155 S.W. 175, 106 Tex. 12, 1913 Tex. LEXIS 70
CourtTexas Supreme Court
DecidedMarch 26, 1913
DocketNo. 2288.
StatusPublished
Cited by38 cases

This text of 155 S.W. 175 (Progressive Lumber Co. v. Marshall & East Texas Railway Co.) is published on Counsel Stack Legal Research, covering Texas Supreme Court primary law. Counsel Stack provides free access to over 12 million legal documents including statutes, case law, regulations, and constitutions.

Bluebook
Progressive Lumber Co. v. Marshall & East Texas Railway Co., 155 S.W. 175, 106 Tex. 12, 1913 Tex. LEXIS 70 (Tex. 1913).

Opinion

Mr. Justice HAWKIFÍS

delivered the opinion of the court.

Appellant sued for damages in the sum of $25,000, alleging, substantially, that the fire which destroyed its planing mill and other property, situated near appellee’s right of way, resulted from sparks negligently emitted from a locomotive of appellee, and that (1) said ■sparks fell upon appellant’s property, setting it afire, or (2) said sparks fell upon and set fire to dry grass and other combustible substances which appellee had negligently permitted to encumber said right of way, whence the flames spread to said mill, etc.

The District Court charged the jury upon only the first alleged .grounds of negligence. The verdict was in favor of the railway company and judgment accordingly was entered, and was affirmed by the 'Court of Civil Appeals.

Appellant’s first assignment of error complains of the refusal of the trial court to give its requested special charge, which is as follows:

“Gentlemen of the Jury: You are instructed that, if you believe and End from the evidence that the defendant company negligently per *14 mitted dry grass to grow and accumulate on and encumber defendant’s right of way and track at a point west of the dry shed or planer shed of the plaintiff’s property, and if you further find from the evidence that sparks of fire were emitted from one of defendant’s engines and set fire to said grass, if any, on defendant’s right of way and said fire spread to and consumed plaintiff’s property, you will find for plaintiff, measuring his damages by the rule given you in the general charge herein.”

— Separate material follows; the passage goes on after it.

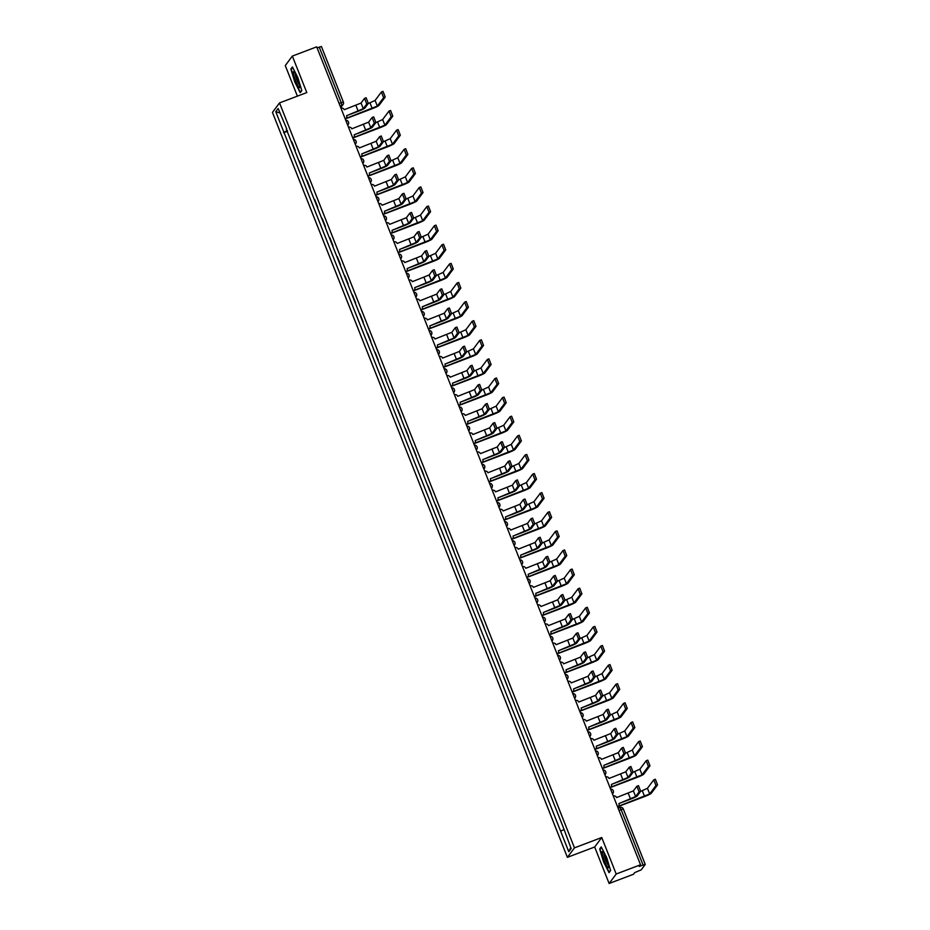 <?xml version="1.0" encoding="UTF-8"?>
<svg xmlns="http://www.w3.org/2000/svg" width="930" height="930" viewBox="0 0 930 930"><rect width="100%" height="100%" fill="white"/><g stroke="black" fill="none" stroke-linecap="round" stroke-linejoin="round"><path stroke-width="1.4" d="M609.115 883.5L616.195 874.014L640.538 864.784L316.688 46.849L292.346 56.079L306.795 92.582L279.523 102.916L272.455 112.402L567.393 857.344L594.665 846.998L609.115 883.5L633.458 874.27L634.713 872.596L641.235 869.852L645.246 864.435L643.072 865.028L621.101 809.542L619.88 807.449L618.101 808.135L619.88 807.449A2.651 2.651 0 0 1 623.286 808.949L618.985 810.356M292.346 56.079L285.278 65.565L297.391 96.15M616.195 874.014L601.745 837.512L574.473 847.858L279.523 102.916M640.538 864.784L639.282 866.469L643.072 865.028M317.107 47.895L321.408 46.5L343.333 101.963M295.194 150.3L291.939 142.058M299.495 161.157L302.703 169.248M307.063 180.269L310.26 188.348M314.631 199.38L317.827 207.46M322.199 218.48L325.395 226.571M329.755 237.592L332.963 245.671M337.323 256.703L340.531 264.783M344.891 275.803L348.087 283.894M352.458 294.915L355.655 302.994M360.015 314.026L363.223 322.106M367.583 333.126L370.791 341.217M375.15 352.238L378.347 360.317M382.718 371.337L385.915 379.428M390.286 390.449L393.483 398.528M397.842 409.56L401.051 417.64M405.41 428.66L408.607 436.751M412.978 447.772L416.175 455.851M420.546 466.883L423.743 474.963M428.102 485.983L431.311 494.074M435.67 505.095L438.867 513.174M443.238 524.195L446.435 532.286M450.806 543.306L454.003 551.385M458.362 562.418L461.571 570.497M465.93 581.517L469.127 589.608M473.498 600.629L476.695 608.708M481.066 619.74L484.263 627.82M488.622 638.84L491.831 646.931M496.19 657.952L499.387 666.031M503.758 677.063L506.955 685.143M511.326 696.163L514.523 704.254M518.882 715.275L522.09 723.354M526.45 734.375L529.658 742.466M534.018 753.486L537.215 761.565M541.586 772.598L544.782 780.677M549.142 791.697L552.35 799.788M556.71 810.809L559.918 818.888M287.405 130.619L283.917 132.281L275.768 111.705L278.151 108.519L286.754 128.979M570.741 847.532L568.776 851.74L571.148 848.555L563.336 827.537L286.289 129.096M568.776 851.74L560.627 831.164L563.685 829.7M283.917 132.281L560.627 831.164M567.393 857.344L574.473 847.858M301.797 90.57L297.902 77.69L292.439 66.937L290.858 69.041L294.752 81.921L300.216 92.686L301.797 90.57M594.665 846.998L601.745 837.512M610.603 870.538L606.72 857.658L601.245 846.893L599.676 849.009L603.558 861.889L609.034 872.654L610.603 870.538M287.637 131.188L283.58 132.723M275.768 111.705L279.918 112.983M301.727 90.338L300.344 92.186L294.752 81.921M291.695 68.727L290.858 69.041M600.501 848.695L599.676 849.009M366.129 97.766L364.537 98.371L366.129 97.766L368.327 103.439L366.734 104.032L364.537 98.371L361.049 103.044L344.24 109.717A2.651 2.604 36.7 0 0 340.961 108.147M346.599 115.68L357.98 111.368A6.684 0.639 158.4 0 0 364.862 108.066L368.327 103.439M346.193 118.343A2.651 2.604 -143.3 0 1 345.321 119.168M345.274 119.04A2.651 2.604 36.7 0 0 346.611 115.715L363.281 108.671L366.734 104.032M381.463 91.977L383.009 91.373L385.206 97.034L383.613 97.638L381.416 91.977L375.092 100.44L368.245 103.544M383.613 97.638L377.324 106.067L346.158 118.389M345.96 118.645L372.023 108.764A6.684 0.639 158.4 0 0 378.917 105.462L385.206 97.034M372.151 117.482L373.697 116.878L375.894 122.539L374.302 123.144L372.105 117.482L368.606 122.144L351.807 128.817A2.651 2.604 36.7 0 0 348.518 127.247M352.83 138.14A2.651 2.604 36.7 0 0 354.179 134.815L365.537 130.479A6.684 0.639 158.4 0 0 372.43 127.178L375.894 122.539M353.76 137.454A2.651 2.604 -143.3 0 1 352.889 138.268M354.179 134.815L370.838 127.782L374.302 123.144M379.719 136.582L381.265 135.989L383.451 141.651L381.87 142.255L379.673 136.594L376.173 141.255L359.364 147.928A2.651 2.604 36.7 0 0 356.085 146.359M361.735 153.903L373.104 149.591A6.684 0.639 158.4 0 0 379.998 146.289L383.451 141.651M361.328 156.554A2.651 2.604 -143.3 0 1 360.445 157.379M360.398 157.251A2.651 2.604 36.7 0 0 361.747 153.927L378.405 146.894L381.87 142.255M387.287 155.694L388.821 155.089L391.019 160.751L389.426 161.355L387.24 155.694L383.741 160.367L366.932 167.028A2.651 2.604 36.7 0 0 363.653 165.459M369.291 173.003L380.672 168.69A6.684 0.639 158.4 0 0 387.566 165.389L391.019 160.751M368.885 175.665A2.651 2.604 -143.3 0 1 368.013 176.491M367.966 176.363A2.651 2.604 36.7 0 0 369.303 173.038L385.973 165.993L389.426 161.355M293.38 73.435A8.603 1.302 -110.8 0 0 296.786 83.584A8.603 1.302 -110.8 0 0 299.832 87.35A8.603 1.302 -110.8 0 0 299.762 85.99A8.603 1.302 -110.8 0 0 297.24 77.853A8.603 1.302 -110.8 0 0 293.961 71.843A8.603 1.302 -110.8 0 0 293.38 73.435M295.217 73.575A6.51 0.988 -110.8 0 0 295.275 74.54A6.51 0.988 -110.8 0 0 297.147 80.608A6.51 0.988 -110.8 0 0 299.623 85.211M295.043 81.759L291.276 69.285L292.683 67.402M602.198 853.403A8.603 1.302 -110.8 0 0 605.593 863.552A8.603 1.302 -110.8 0 0 608.65 867.318A8.603 1.302 -110.8 0 0 608.569 865.958A8.603 1.302 -110.8 0 0 606.046 857.82A8.603 1.302 -110.8 0 0 602.768 851.799A8.603 1.302 -110.8 0 0 602.198 853.403M604.023 853.542A6.51 0.988 -110.8 0 0 604.082 854.507A6.51 0.988 -110.8 0 0 605.953 860.576A6.51 0.988 -110.8 0 0 608.429 865.179M610.533 870.306L609.15 872.154L603.861 861.726L600.083 849.253L601.489 847.37M389.031 111.077L390.577 110.484L392.774 116.145L391.181 116.75L388.984 111.077L382.66 119.54L375.813 122.644M391.181 116.75L384.892 125.178L353.726 137.501M353.528 137.756L379.591 127.875A6.684 0.639 158.4 0 0 386.485 124.574L392.774 116.145M396.599 130.188L398.145 129.584L400.33 135.245L398.749 135.85L396.552 130.188L390.228 138.651L383.381 141.755M398.749 135.85L392.46 144.278L361.293 156.612M361.084 156.868L387.159 146.975A6.684 0.639 158.4 0 0 394.041 143.685L400.33 135.245M405.701 148.695L404.12 149.3L405.701 148.695L407.898 154.357L406.305 154.961L404.12 149.3L397.796 157.751L390.937 160.867M406.305 154.961L400.016 163.389L368.861 175.712M368.652 175.968L394.715 166.086A6.684 0.639 158.4 0 0 401.609 162.785L407.898 154.357M394.843 174.805L396.389 174.201L398.586 179.862L396.994 180.467L394.797 174.805L391.309 179.467L374.499 186.14A2.651 2.604 36.7 0 0 371.221 184.57M376.859 192.115L388.24 187.802A6.684 0.639 158.4 0 0 395.122 184.5L398.586 179.862M376.452 194.777A2.651 2.604 -143.3 0 1 375.581 195.591M375.534 195.463A2.651 2.604 36.7 0 0 376.871 192.138L393.541 185.105L396.994 180.467M402.411 193.905L403.957 193.312L406.154 198.974L404.562 199.578L402.365 193.905L398.877 198.578L382.067 205.251A2.651 2.604 36.7 0 0 378.777 203.682M383.09 214.574A2.651 2.604 36.7 0 0 384.439 211.25L395.796 206.902A6.684 0.639 158.4 0 0 402.69 203.612L406.154 198.974M384.02 213.877A2.651 2.604 -143.3 0 1 383.148 214.702M384.439 211.25L401.097 204.205L404.562 199.578M413.269 167.807L411.676 168.4L413.269 167.807L415.466 173.468L413.873 174.073L411.676 168.4L405.352 176.863L398.505 179.967M413.873 174.073L407.584 182.501L376.418 194.823M376.22 195.079L402.283 185.198A6.684 0.639 158.4 0 0 409.177 181.896L415.466 173.468M419.291 187.511L420.837 186.907L423.034 192.568L421.441 193.173L419.244 187.511L412.92 195.974L406.073 199.078M421.441 193.173L415.152 201.601L383.985 213.935M383.788 214.179L409.851 204.298A6.684 0.639 158.4 0 0 416.745 201.008L423.034 192.568M411.525 212.412L409.932 213.017L411.525 212.412L413.711 218.073L412.13 218.678L409.932 213.017L406.433 217.678L389.624 224.351A2.651 2.604 36.7 0 0 386.345 222.781M390.658 233.674A2.651 2.604 36.7 0 0 392.007 230.361L403.364 226.013A6.684 0.639 158.4 0 0 410.258 222.712L413.711 218.073M391.588 232.988A2.651 2.604 -143.3 0 1 390.705 233.802M392.007 230.361L408.665 223.316L412.13 218.678M417.547 232.116L419.081 231.524L421.278 237.185L419.686 237.789L417.5 232.128L414.001 236.79L397.191 243.462A2.651 2.604 36.7 0 0 393.913 241.893M399.551 249.438L410.932 245.125A6.684 0.639 158.4 0 0 417.826 241.823L421.278 237.185M399.144 252.1A2.651 2.604 -143.3 0 1 398.273 252.914M398.226 252.786A2.651 2.604 36.7 0 0 399.563 249.461L416.233 242.428L419.686 237.789M425.103 251.228L426.649 250.623L428.846 256.296L427.254 256.889L425.057 251.228L421.569 255.901L404.759 262.574A2.651 2.604 36.7 0 0 401.481 261.005M407.119 268.538L418.5 264.225A6.684 0.639 158.4 0 0 425.382 260.935L428.846 256.296M406.712 271.2A2.651 2.604 -143.3 0 1 405.84 272.025M405.794 271.897A2.651 2.604 36.7 0 0 407.131 268.572L423.801 261.528L427.254 256.889M432.671 270.339L434.217 269.735L436.414 275.396L434.822 276.001L432.624 270.339L429.137 275.001L412.327 281.674A2.651 2.604 36.7 0 0 409.037 280.104M414.687 287.649L426.056 283.336A6.684 0.639 158.4 0 0 432.95 280.035L436.414 275.396M449.55 263.934L451.097 263.341L453.294 269.003L451.701 269.607L445.412 278.035L414.245 290.358A2.651 2.604 -143.3 0 1 413.408 291.125M413.35 290.997A2.651 2.604 36.7 0 0 414.699 287.684L431.357 280.639L434.822 276.001M440.239 289.439L441.785 288.846L443.982 294.508L442.389 295.112L440.192 289.451L436.693 294.113L419.883 300.785A2.651 2.604 36.7 0 0 416.605 299.216M420.918 310.108A2.651 2.604 36.7 0 0 422.267 306.784L433.624 302.448A6.684 0.639 158.4 0 0 440.518 299.146L443.982 294.508M421.848 309.411A2.651 2.604 -143.3 0 1 420.965 310.236M422.267 306.784L438.925 299.751L442.389 295.112M447.807 308.551L449.353 307.946L451.538 313.619L449.946 314.212L447.76 308.551L444.261 313.224L427.451 319.885A2.651 2.604 36.7 0 0 424.173 318.327M429.811 325.86L441.192 321.548A6.684 0.639 158.4 0 0 448.086 318.246L451.538 313.619M429.404 328.523A2.651 2.604 -143.3 0 1 428.532 329.348M428.486 329.22A2.651 2.604 36.7 0 0 429.834 325.895L446.493 318.851L449.946 314.212M455.363 327.662L456.909 327.058L459.106 332.719L457.514 333.324L455.316 327.662L451.829 332.324L435.019 338.997A2.651 2.604 36.7 0 0 431.741 337.427M436.054 348.32A2.651 2.604 36.7 0 0 437.391 344.995L448.76 340.659A6.684 0.639 158.4 0 0 455.654 337.358L459.106 332.719M436.972 347.634A2.651 2.604 -143.3 0 1 436.1 348.448M437.391 344.995L454.061 337.962L457.514 333.324M464.477 346.169L462.884 346.762L464.477 346.169L466.674 351.831L465.081 352.435L462.884 346.762L459.397 351.435L442.587 358.108A2.651 2.604 36.7 0 0 439.297 356.539M443.61 367.431A2.651 2.604 36.7 0 0 444.959 364.107L456.316 359.771A6.684 0.639 158.4 0 0 463.21 356.469L466.674 351.831M444.54 366.734A2.651 2.604 -143.3 0 1 443.668 367.559M444.959 364.107L461.617 357.074L465.081 352.435M426.858 206.611L428.404 206.018L430.59 211.68L429.009 212.284L426.812 206.623L420.488 215.074L413.641 218.19M429.009 212.284L422.72 220.712L391.553 233.035M391.344 233.291L417.419 223.409A6.684 0.639 158.4 0 0 424.313 220.108L430.59 211.68M434.426 225.723L435.961 225.118L438.158 230.791L436.565 231.384L434.38 225.723L428.056 234.186L421.197 237.29M436.565 231.384L430.276 239.824L399.121 252.146M398.912 252.402L424.975 242.521A6.684 0.639 158.4 0 0 431.869 239.219L438.158 230.791M441.983 244.834L443.529 244.23L445.726 249.891L444.133 250.496L441.936 244.834L435.612 253.297L428.765 256.401M444.133 250.496L437.844 258.924L406.677 271.246M406.48 271.502L432.543 261.621A6.684 0.639 158.4 0 0 439.437 258.319L445.726 249.891M451.701 269.607L449.504 263.946L443.18 272.397L436.333 275.513M414.048 290.613L440.111 280.732A6.684 0.639 158.4 0 0 447.005 277.431L453.294 269.003M458.664 282.441L457.072 283.046L458.664 282.441L460.85 288.102L459.269 288.707L457.072 283.046L450.748 291.509L443.901 294.612M459.269 288.707L452.98 297.147L421.813 309.469M421.604 309.725L447.679 299.832A6.684 0.639 158.4 0 0 454.572 296.542L460.85 288.102M464.686 302.157L466.221 301.553L468.418 307.214L466.825 307.818L464.64 302.157L458.316 310.608L451.457 313.724M466.825 307.818L460.548 316.247L429.381 328.569M429.172 328.825L455.247 318.944A6.684 0.639 158.4 0 0 462.129 315.642L468.418 307.214M472.242 321.257L473.789 320.664L475.986 326.325L474.393 326.93L472.196 321.257L465.872 329.72L459.025 332.824M474.393 326.93L468.104 335.358L436.937 347.68M436.74 347.936L462.803 338.055A6.684 0.639 158.4 0 0 469.697 334.753L475.986 326.325M479.81 340.368L481.356 339.764L483.553 345.425L481.961 346.03L479.764 340.368L473.44 348.831L466.593 351.935M481.961 346.03L475.672 354.458L444.505 366.792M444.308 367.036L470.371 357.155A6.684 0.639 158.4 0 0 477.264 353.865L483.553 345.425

Appellee practically concedes, and the Court of Civil Appeals held, as we do, that said requested charge should have been given to the jury if the evidence required submission of the issue which it was designed to present. Gulf, C. & S. F. Ry. Co. v. Cusenberry, 86 Texas, 532, 26 S. W., 43; Campbell, Receiver, v. Goodwin, 87 Texas, 273, 28 S. W., 273; Ft. Worth & D. C. Ry. Co. v. Hogsett, 67 Texas, 685; Ft. Worth & N. O. Ry. Co. v. Wallace, 74 Texas, 581; Texas & P. Ry. Co. v. Ross, 27 S. W., 728; Galveston, H. & S. A. Ry. Co. v. Polk, 28 S. W., 353; International & G. N. Ry. Co. v. Newman, 40 S. W., 854.

If the evidence bearing upon that issue which was favorable to the lumber company, discarding all that was favorable to the railway company, was sufficient to support a verdict in favor of the lumber company, had that issue been submitted to the jury, said requested charge should have been given. Lee v. International & G. N. R. Co., 89 Texas, 588, 36 S. W., 65; Choate v. Ry. Co., 90 Texas, 86; Eastham v. Hunter, 98 Texas, 560; Harpold v. Moss, 101 Texas, 541, 109 S. W., 928; Heatherly v. Little, 40 S. W., 445; City of Ft. Worth v. Cetti, 85 S. W., 826; Long v. Ry. Co., 85 S. W., 1048; Lamberida v. Barnum, 90 S. W., 698.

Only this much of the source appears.